Pontes do reinado parcial

 

Mercenários bobamente reclinados no degelo-cisto

 

Gancho eletrocósmico costurando números de loteria

 

& eu sei onde mora o tactel, o aço temperado & seus filhos. Onde mora o aconchego atmosférico do basta. Onde moram os heróis atrasados. Onde moram os desesperados por trilhos ululantes.
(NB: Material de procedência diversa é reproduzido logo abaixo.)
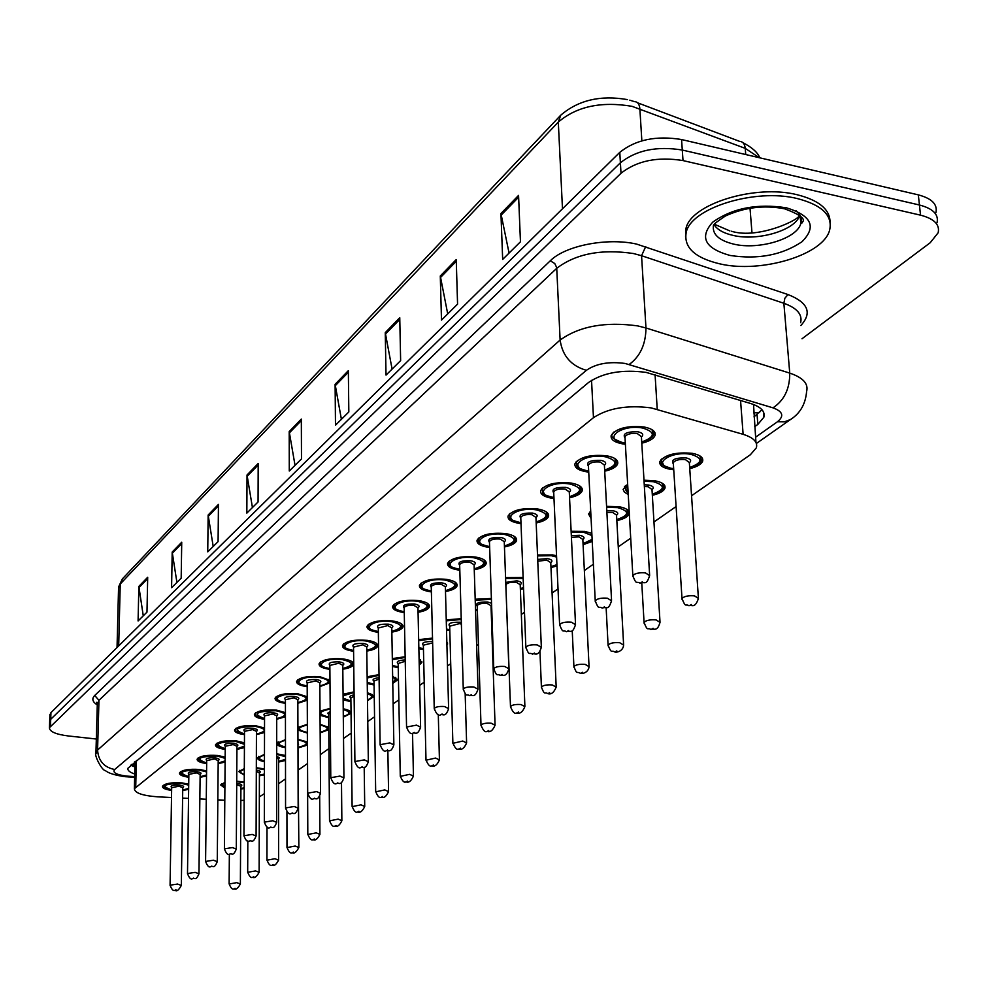<?xml version="1.0" encoding="UTF-8"?>
<svg xmlns="http://www.w3.org/2000/svg" width="988" height="988" viewBox="0 0 988 988"><rect width="100%" height="100%" fill="white"/><g stroke="black" fill="none" stroke-linecap="round" stroke-linejoin="round"><path stroke-width="1.48" d="M643.991 480.205L654.624 480.724C662.232 482.193 665.677 484.688 664.961 488.171C663.689 491.258 659.49 493.63 652.352 495.297M606.57 506.362L618.859 506.708C624.922 507.783 628.38 509.61 629.233 512.204M629.294 513.328L629.171 513.846C627.96 516.798 623.848 519.058 616.845 520.614M571.126 531.26L584.859 531.396L591.824 533.409M592.22 541.436L583.093 544.672M537.509 554.984L552.514 554.898L556.54 555.75M556.985 565.926L550.971 567.581M505.572 577.622L523.109 577.511M523.554 588.712L520.367 589.404M477.377 610.683L475.537 610.448M449.812 630.505L446.527 630.011M446.835 641.842L447.539 644.102L446.922 645.164M423.457 649.462L418.863 648.684M419.097 659.008L421.827 662.528L419.233 665.035M398.226 667.604L392.471 666.505M392.644 676.088L397.201 680.189L392.767 683.387M374.069 684.993L367.252 683.535M367.375 692.712L372.315 694.65L373.649 696.738L367.487 700.702M350.913 701.678L343.132 699.8M343.219 708.791C348.678 709.853 351.246 711.36 350.938 713.336L343.305 717.165M328.695 717.683L320.038 715.312M320.1 724.328L328.769 727.403M328.794 729.65L320.161 732.861M307.354 733.071L297.919 730.009M297.956 739.32L307.392 742M307.404 745.076L298.537 747.793M276.702 753.782L285.483 755.499M285.495 760.464L278.591 762.057M256.312 767.738L264.438 768.899M264.426 774.839L259.399 775.778M236.725 781.212L244.246 782.002M244.209 788.498L240.911 788.992M673.742 469.769L670.309 469.325C662.59 467.818 659.107 465.225 659.836 461.544C665.01 454.616 675.841 451.887 692.329 453.331C699.998 454.875 703.444 457.481 702.666 461.124C701.332 464.348 697.034 466.855 689.748 468.633M588.737 472.091L586.045 471.733C578.005 470.177 574.312 467.509 574.979 463.718C579.882 456.975 590.466 454.319 606.743 455.789C614.758 457.382 618.402 460.05 617.673 463.792C616.364 467.04 612.041 469.51 604.705 471.202M553.984 498.508L551.687 498.211C543.721 496.717 540.041 494.161 540.658 490.542C545.29 484.182 555.515 481.699 571.311 483.083C579.252 484.602 582.883 487.158 582.216 490.74C580.969 493.839 576.745 496.174 569.557 497.767M521.009 523.615L519.046 523.356C511.179 521.923 507.511 519.478 508.067 516.02C512.463 510.018 522.343 507.671 537.694 508.981C545.549 510.438 549.167 512.883 548.562 516.316C547.364 519.28 543.239 521.503 536.175 522.985M489.653 547.488L488.01 547.266C480.217 545.907 476.574 543.561 477.068 540.238C481.255 534.57 490.814 532.359 505.757 533.594C513.513 534.99 517.119 537.336 516.576 540.621C515.427 543.462 511.389 545.574 504.46 546.957M459.815 570.212L458.457 570.039C450.75 568.73 447.119 566.482 447.576 563.296C451.553 557.936 460.803 555.849 475.351 557.022C483.033 558.356 486.615 560.604 486.121 563.765C485.034 566.47 481.082 568.483 474.265 569.78M431.386 591.886L430.286 591.75C422.666 590.491 419.06 588.329 419.455 585.279C423.247 580.191 432.225 578.215 446.391 579.339C453.986 580.623 457.555 582.772 457.111 585.81C456.061 588.403 452.183 590.305 445.502 591.528M404.253 612.572L403.388 612.461C395.867 611.263 392.273 609.188 392.631 606.249C396.25 601.433 404.969 599.555 418.776 600.618C426.285 601.853 429.829 603.915 429.422 606.83C428.421 609.324 424.63 611.14 418.06 612.288M378.355 632.345L377.7 632.258C370.253 631.097 366.696 629.109 367.017 626.281C370.475 621.711 378.935 619.921 392.397 620.933C399.831 622.119 403.351 624.107 402.993 626.911C402.017 629.294 398.312 631.036 391.853 632.11M353.593 651.24L353.136 651.191C345.775 650.079 342.231 648.153 342.515 645.436C345.825 641.089 354.05 639.397 367.19 640.36C374.538 641.496 378.046 643.41 377.725 646.103C376.786 648.4 373.143 650.055 366.795 651.067M329.893 669.345L329.622 669.308C322.335 668.234 318.828 666.394 319.075 663.775C322.249 659.626 330.251 658.02 343.083 658.934C350.345 660.033 353.828 661.874 353.531 664.467C352.63 666.665 349.06 668.246 342.824 669.209M307.194 686.685L307.083 686.672C299.883 685.635 296.4 683.869 296.61 681.337C299.66 677.398 307.441 675.854 319.989 676.731L329.98 680.361M330.004 682.794L319.853 686.598M285.421 703.32C278.332 702.32 274.886 700.615 275.072 698.183C277.999 694.416 285.594 692.959 297.845 693.786L307.231 696.762M307.256 700.208L297.833 703.271M264.537 719.289C257.621 718.313 254.237 716.67 254.41 714.361C257.226 710.755 264.623 709.359 276.603 710.15L285.433 712.669M285.446 716.732L276.714 719.264M244.481 734.627C237.713 733.676 234.415 732.108 234.564 729.885C237.268 726.439 244.493 725.106 256.213 725.871L264.525 728.033M264.512 732.503L256.423 734.627M225.215 749.373C218.595 748.459 215.347 746.94 215.483 744.816C218.089 741.519 225.141 740.234 236.614 740.963L244.444 742.853M244.419 747.595L236.922 749.41M206.665 763.563C200.194 762.674 197.007 761.205 197.131 759.167C199.65 756.018 206.529 754.783 217.768 755.487L225.141 757.154M225.103 762.069L218.163 763.613M188.819 777.235C182.484 776.358 179.359 774.95 179.458 772.999C181.891 769.973 188.622 768.8 199.625 769.467L206.591 770.936M206.529 775.975L200.107 777.297M171.628 790.4C165.416 789.56 162.353 788.189 162.44 786.312C164.798 783.41 171.369 782.286 182.163 782.928L188.72 784.237M188.646 789.35L182.718 790.486M625.379 444.23L622.279 443.81C614.141 442.192 610.448 439.401 611.189 435.436C616.376 428.261 627.343 425.445 644.114 426.989C652.216 428.656 655.859 431.447 655.069 435.362C653.698 438.758 649.277 441.377 641.805 443.192M691.563 495.754L750.398 454.715L756.376 447.774C757.895 442.068 753.474 437.585 743.124 434.325L651.154 407.896C627.343 404.858 608.114 408.118 593.467 417.702L134.38 788.708C134.714 792.994 142.507 795.711 157.771 796.834L171.504 797.526M755.956 442.463L753.523 404.475M259.338 796.921L264.389 793.636M278.604 783.731L285.52 778.902M298.611 769.775L307.49 763.576M320.297 754.647L328.942 748.62M343.528 738.456L351.271 733.047M367.783 721.536L374.551 716.819M393.138 703.851L398.843 699.875M419.678 685.351L424.198 682.189M447.478 665.961L450.713 663.714M476.636 645.621L478.439 644.374M521.343 614.45L524.467 612.276M552.082 593.01L558.01 588.885M584.353 570.508L593.368 564.222M618.266 546.858L630.702 538.188M653.957 521.973L676.101 506.535M240.837 800.49L244.147 800.255M182.607 798.082L188.523 798.39M199.848 798.959L206.27 799.28M217.829 799.86L224.795 800.218M628.22 494.445L624.428 492.172L623.119 489.406L627.639 484.169M591.071 518.539L588.576 513.97L590.701 511.253M555.861 540.56L555.738 537.83M475.191 599.234L491.382 598.493M446.255 619.884L461.223 618.686M418.665 639.656L432.509 638.1M392.322 658.601L405.142 656.736M367.153 676.78L379.022 674.631M343.071 694.255L354.075 691.847M320.013 711.113L330.202 708.384M297.919 727.501L307.367 724.303M285.483 747.681C279.666 746.73 276.875 745.285 277.085 743.334L285.47 739.617M264.451 761.699C259.622 760.735 257.312 759.414 257.547 757.722L264.463 754.387M244.271 775.16L238.738 771.579L244.308 768.615M224.894 788.091L220.62 784.929L224.943 782.36M49.647 721.845L50.709 719.313L620.39 162.785C636.297 150.151 656.934 145.903 682.288 150.04L919.433 204.998C933.03 208.579 938.896 214.495 937.019 222.745C938.896 214.495 933.03 208.579 919.433 204.998L682.288 150.04C656.934 145.903 636.297 150.151 620.39 162.785L50.709 719.313L49.647 721.845M143.26 615.808L138.851 586.378L138.085 620.946L146.977 612.128L147.694 577.264L138.851 586.378M176.914 582.438L172.196 552.045L171.591 587.712L181.174 578.215L181.73 542.227L172.196 552.045M213.198 546.463L208.147 515.02L207.739 551.872L218.089 541.609L218.447 504.411L208.147 515.02M252.434 507.548L247.025 474.981L246.839 513.105L258.066 501.966L258.189 463.496L247.025 474.981M509.067 253.076L500.941 213.532L502.67 259.424L520.454 241.776L518.564 195.389L500.941 213.532M447.725 313.912L440.29 275.985L441.488 320.087L457.568 304.131L456.234 259.56L440.29 275.985M392.088 369.08L385.258 332.647L386.024 375.094L400.634 360.608L399.757 317.716L385.258 332.647M341.403 419.332L335.105 384.295L335.488 425.198L348.826 411.971L348.344 370.661L335.105 384.295M295.029 465.323L289.2 431.558L289.274 471.017L301.488 458.914L301.328 419.073L289.2 431.558M49.882 715.189L50.944 712.644L619.785 152.35C635.655 139.641 656.242 135.381 681.559 139.543L918.334 194.871C931.906 198.477 937.76 204.43 935.908 212.729M754.721 426.655L757.833 424.432L763.835 417.269C765.354 411.44 760.982 406.858 750.732 403.524L646.164 372.402C622.341 369.253 603.137 372.612 588.539 382.492L127.86 768.306C127.477 770.43 129.761 772.332 134.714 773.999M96.33 739.024L68.11 735.949C55.736 734.343 49.511 731.589 49.437 727.687L621.007 173.258C636.939 160.698 657.613 156.475 683.017 160.587L920.532 215.162C934.154 218.719 940.02 224.597 938.143 232.785L930.19 242.752L802.021 338.748M134.862 766.984L130.688 765.181M761.97 409.724L753.968 416.887M719.919 263.882C694.836 257.905 683.597 247.432 686.203 232.464C690.686 208.147 755.116 187.893 797.452 198.6C822.053 205.047 832.785 215.508 829.661 229.969C823.733 254.892 761.13 273.59 719.919 263.882M685.561 236.441L685.944 228.673C690.414 204.294 754.807 183.99 797.118 194.722C818.657 200.181 829.624 209.123 830.044 221.534M655.081 374.724L657.23 409.316M134.356 762.106L134.948 763.119M759.686 412.49L753.659 412.947M591.54 380.331L593.467 417.702M740.555 400.461L743.124 434.325M136.319 760.476L135.739 786.868M759.266 157.697L745.236 148.361L632.024 106.321C601.297 101.171 576.72 106.42 558.306 122.067L560.727 115.213C578.351 100.109 600.605 94.91 627.491 99.615M629.788 100.183L634.457 101.628C637.618 101.752 639.421 104.098 639.854 108.692L641.854 140.815M745.73 154.536L745.236 148.361C744.73 143.877 742.84 141.543 739.58 141.358L637.606 102.814M117.041 647.548L118.572 586.971L122.389 578.894L118.535 588.502M562.481 208.801L558.306 122.067L120.252 583.994L118.696 645.917M50.944 712.644L50.474 726.007M619.785 152.35L621.007 173.258M681.559 139.543L683.017 160.587M918.334 194.871L920.532 215.162M750.015 208.196L751.967 232.625M289.323 432.942L301.34 420.592M335.241 385.728L348.356 372.241M385.419 334.129L399.794 319.359M440.463 277.529L456.295 261.264M501.138 215.149L518.638 197.155M247.136 476.315L258.177 464.965M208.246 516.304L218.434 505.831M172.283 553.292L181.706 543.598M138.925 587.588L147.669 578.598M755.548 437.227L777.445 421.765C784.373 416.096 782.891 411.453 772.986 407.846L625.108 363.461C609.077 361.312 596.172 363.596 586.378 370.315L114.67 769.516C112.323 772.53 116.238 774.716 126.415 776.086L134.652 776.593M95.922 753.77L97.577 750.053L560.122 340.033C579.536 326.164 605.409 321.458 637.742 325.904L645.967 327.979L641.558 255.707L633.419 253.521C601.457 248.815 575.905 253.731 556.763 268.279L98.961 700.307L97.306 704.185M97.293 704.938C92.415 701.851 91.563 698.689 94.725 695.478L550.279 260.795L554.75 263.512L556.701 267.575L560.122 340.033C562.382 355.816 571.138 365.906 586.378 370.315M128.638 776.951L129.514 776.321M550.279 260.795C565.21 245.654 607.064 237.379 636.556 244.073L788.029 294.56C808.122 302.526 812.395 312.838 800.86 325.497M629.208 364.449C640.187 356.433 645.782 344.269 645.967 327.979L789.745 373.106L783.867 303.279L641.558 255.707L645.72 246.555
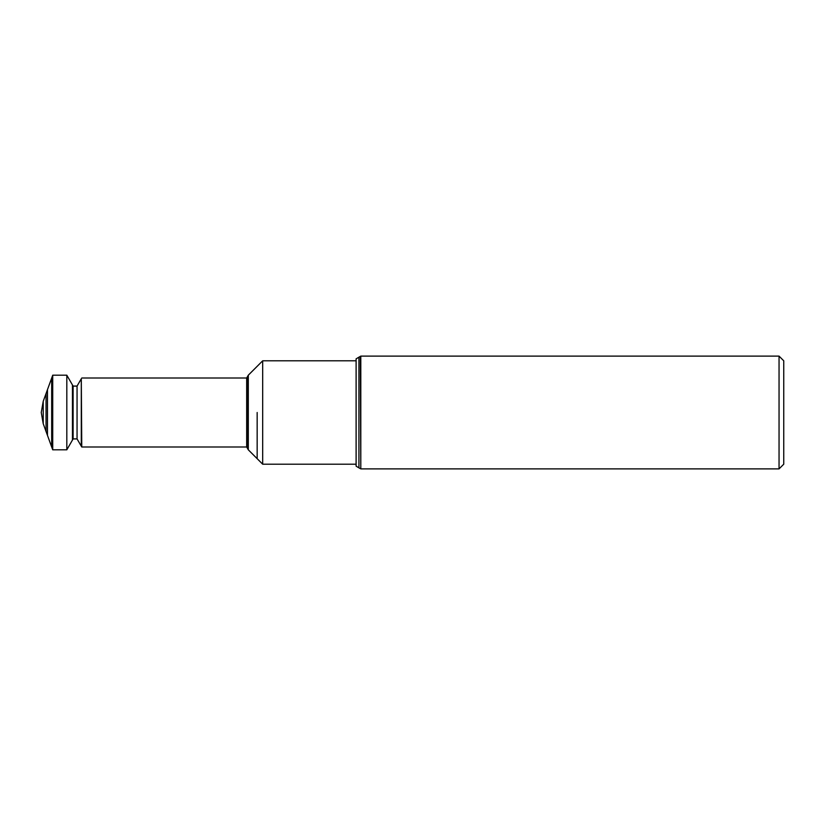 <?xml version="1.0" encoding="UTF-8"?>
<svg xmlns="http://www.w3.org/2000/svg" width="825" height="825" viewBox="0 0 825 825"><rect width="100%" height="100%" fill="white"/><g stroke="black" fill="none" stroke-linecap="round" stroke-linejoin="round"><path stroke-width="1.24" d="M783.75 412.5L783.75 464.197L779.048 468.889L779.048 356.111L783.75 360.803L783.75 412.5M358.927 357.142L358.927 467.858L356.111 466.166L356.111 358.834L360.803 356.111L360.803 468.889L779.048 468.889M43.22 423.689L41.25 412.5L43.22 401.311L43.22 423.689L52.717 449.811L66.815 449.811L66.815 375.189L52.717 375.189L52.717 449.811M72.456 440.034L72.456 384.966L73.116 386.09L73.116 438.91L66.815 449.811M73.116 386.09L77.055 386.09L77.055 438.91L81.758 446.995L246.675 446.995L248.304 449.811L262.68 464.197L356.111 464.197M77.055 386.09L81.293 378.757L81.293 446.243M81.293 378.757L81.758 446.995M81.758 378.005L246.675 378.005L246.675 446.995M246.675 378.005L248.304 375.189L248.304 449.811M257.163 412.5L257.163 458.679L257.163 412.5M248.304 375.189L262.68 360.803L262.68 464.197M262.68 360.803L356.111 360.803M360.339 356.39L360.803 468.889L360.803 356.111L779.048 356.111M43.22 401.311L46.045 393.608L46.045 431.392M46.045 393.608L47.458 389.658L47.458 435.342M47.458 389.658L51.686 378.097L51.686 446.903M247.644 376.313L247.644 448.687M51.686 378.097L52.717 375.189M72.456 384.966L66.815 375.189M73.116 438.91L77.055 438.91M358.927 467.858L360.339 468.61"/></g></svg>

Onde mora a naja treinada num quarto suburbano do nunca.

 

 

 

QUANDO A PORTA DOS FUNDOS SE ABRE

 

Uma granja de cérebros.

Mandíbulas no cubículo psicomecânico.

Vértices me supurando a córnea direita.

Amanhãs condutores de raios.

Desse lado da casa não se pede desculpas.

As flores rangem despojamento.

Desse lado da casa se mata muito, ofende-se muito, há crime

engatilhado em cada parede.

Desse lado da casa há despreocupação em cada ímpeto posto no caldeirão das memórias coletivas.

Temos cartazes de coxas cambotas.

Temos pescoços de pelúcia por causa do tabaco.

Desse lado da casa torturamos a censura.

Desse lado da casa é permitido chorar e ver cada um dos cinco sentidos como castelos de baralho invisíveis.

Desse lado da casa se monta castelos de baralho telepaticamente.

Meus únicos amigos moram desse lado da casa.

Não levamos a amizade tão a sério, por isso somos grandes amigos.

Nós dividimos o gim e a ressaca.

Nós defecamos nas regras e achamos o conforto irascível.

Desse lado da casa há um êxodo de pall malls apostando o próprio umbigo.

Tricotamos alabastros de comunicações paralisadas em papoulas delirantes, delineamos melodias ridículas, exterminamos Lordes como baratas exterminam gerações.

Desse lado da casa não existe dívida nem desumanização de eventos.

Somos morbidez-epifania, somos o jazz de um orgasmo expandido no desdém.

Somos a desidratação da penitência moderna.

Sabotamos sapateadores e damos seus ovos para as cobras.

Não poupamos humor negro, poupá-lo seria o mesmo que dar importância à respostas de sobrecasaca.

Desse lado da casa vivemos a ordem de voar.

Desse lado da casa

onde a porta dos fundos penetra como única sabedoria possível.

 

 

 

A LÍNGUA DO LAGARTO DE OM

 

Eu lhe deixei o chapéu de vaqueiro da primeira vez que rondei as montanhas e levei saraivadas de rifle nas ombreiras e nas costelas

Era tentativa de escapar de costas da crucificação sonsa, rompante no trevo despido por corvos migratórios

Ninguém perdoa anônimos que derrapam logo abaixo do quadril dos planetários sem brilho

Ninguém perdoa quem ainda está de pé

Eu mastigava garfos para dormir e conseguia alojar um bagaço de fagulhas velhas em mim

Muito convencido de sincretismos retrógrados e antropofagias picantes, também amarrava apertadamente cipós na cintura e líquens ônix nos pulsos

As raposas fatiavam meu território de larguras intrafegáveis

: parafusos tartamudeando no arco-íris

E não havia critério que detesse o desânimo dos marejos

ou extrativismos que me levassem até o topo da voz absoluta.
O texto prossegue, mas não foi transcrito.